Col Rasmussen

Personal information
- Full name: Colin Edward Rasmussen
- Born: 7 January 1947 Sydney, New South Wales, Australia
- Died: 13 March 1997 (aged 50) Sutherland, New South Wales, Australia

Playing information
- Position: Hooker
Club
| Years | Team | Pld | T | G | FG | P |
| 1967–74 | St George Dragons | 100 | 3 | 0 | 0 | 9 |

Coaching information
Representative
| Years | Team | Gms | W | D | L | W% |
| 1993–94 | Canada | 0 | 0 | 0 | 0 |  |
- Source: Whiticker/Hudson

= Colin Rasmussen =

Australian rugby league footballer and coach

Colin 'Col' Rasmussen (1947−1997) was an Australian rugby league footballer who played in the 1960s and 1970s.

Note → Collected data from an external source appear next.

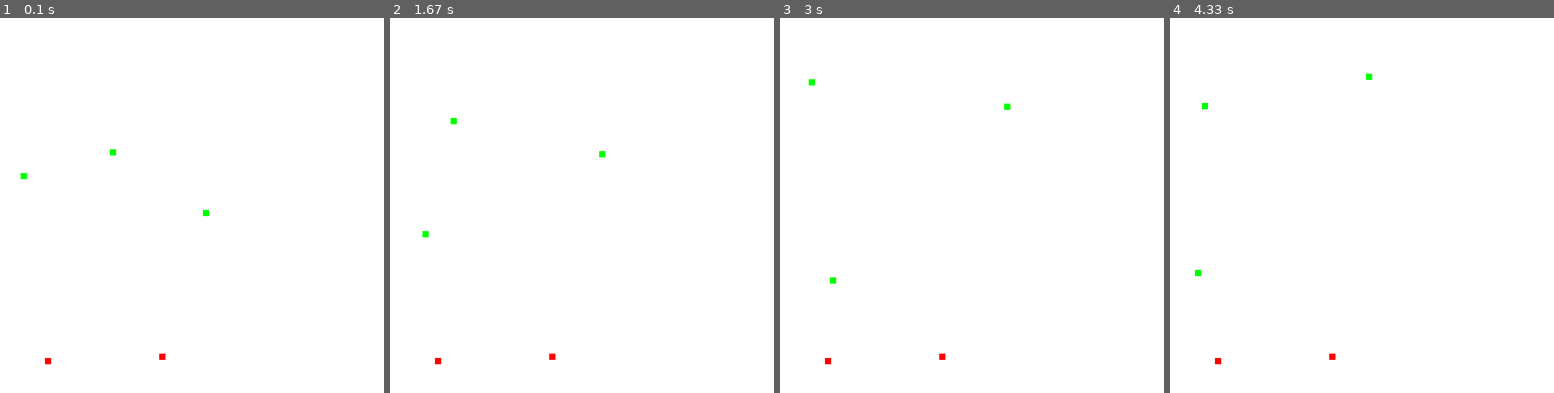
Above: before the commit, frames 1-4 (left to right).
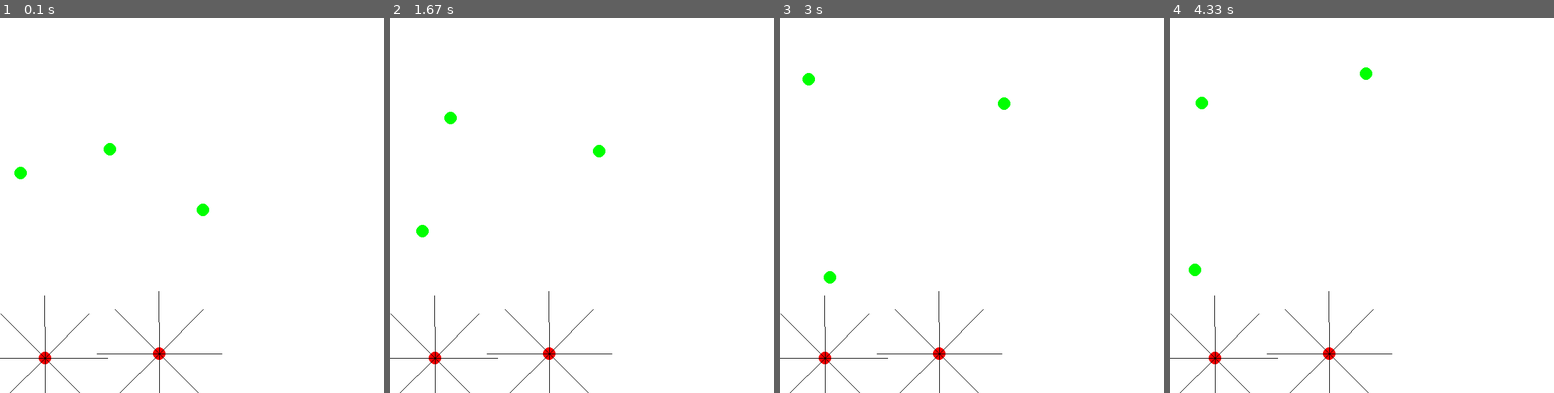
Above: after the commit, the same moments.

Repository: Florian-DELRIEU/IA-PreyPredators
Game: pygame game, started from main.py
The game is run twice, just before and just after one commit, with the same random seed, the same clock (stepped at 60 frames per second) and the same inputs.
Inputs:
- Up to frame 1 (0.1 s): no input
- Up to frame 2 (1.67 s): no input
- Up to frame 3 (3 s): no input
- Up to frame 4 (4.33 s): no input

The runs differ from the first frame. In frame 1, 0.6% of the frame differs, in the area x 0-58%, y 33-100%; in frame 2, 0.6%; in frame 3, 0.6%; in frame 4, 0.6%.

Commit message:
[0.4] - Lines for detections - draw lines - now blob are circles

Diff:
--- a/classes.py
+++ b/classes.py
@@ -1,7 +1,8 @@
 import pygame
 import random
+import math
 import numpy as np
-from pygame_init import width,height,RED,GREEN,FPS
+from pygame_init import width,height,RED,GREEN,FPS,window,BLACK
 
 class blob:
     def __init__(self,x=None,y=None,is_predator=False):
@@ -17,13 +18,14 @@
         self.iteration = 0
 
     def draw(self, window):
-        pygame.draw.rect(window, self.color, (self.x, self.y, self.size, self.size))
+        pygame.draw.circle(window, self.color, (self.x, self.y), self.size)
+        if self.is_predator: self.draw_rays(window)
 
     def move(self,method = "random"):
         if not self.is_predator:    method = "random"
         if self.is_predator:        method = "predator"
         self.iteration += 1
-        self.keep_in_screen()
+        #self.keep_in_screen()
         if method == "random":
             self.x += self.speed * np.cos(self.direction)
             self.y += self.speed * np.sin(self.direction)
@@ -33,8 +35,16 @@
         if method == "predator":
             pass
 
+    def draw_rays(self, window, ray_length=100, num_rays=8):
+        angle_step = 360 / num_rays
+        for i in range(num_rays):
+            angle = math.radians(i * angle_step)
+            end_x = self.x + ray_length * math.cos(angle)
+            end_y = self.y + ray_length * math.sin(angle)
+            pygame.draw.line(window, BLACK, (self.x, self.y), (end_x, end_y),width=1)
+
     def keep_in_screen(self):
-        if self.x < 0: self.x = width
-        if self.y < 0: self.x = height
-        if self.x > width: self.x = 0
-        if self.y > height: self.y = 0
+        # todo fix this
+        # Assurer que les blobs restent dans la fenêtre
+        self.x = max(0, min(self.x, width - self.size))
+        self.y = max(0, min(self.y, height() - self.size))

Col Rasmussen came through the Sutherland-Shire juniors to be graded with the St George Dragons in 1967. Rasmussen was a tall Hooker, who played seven seasons with Saints between 1967 and 1974. He got his chance as a first grade regular, replacing Norm Henderson in 1970.

Col Rasmussen's position in the team was finally taken by the up-and-coming junior, Steve Edge. Col Rasmussen is remembered as the hooker who played against George Piggins in the 1971 Grand Final. Rasmussen played 100 first grade games during his career at St. George Dragons. He died on 13 March 1997, age 50.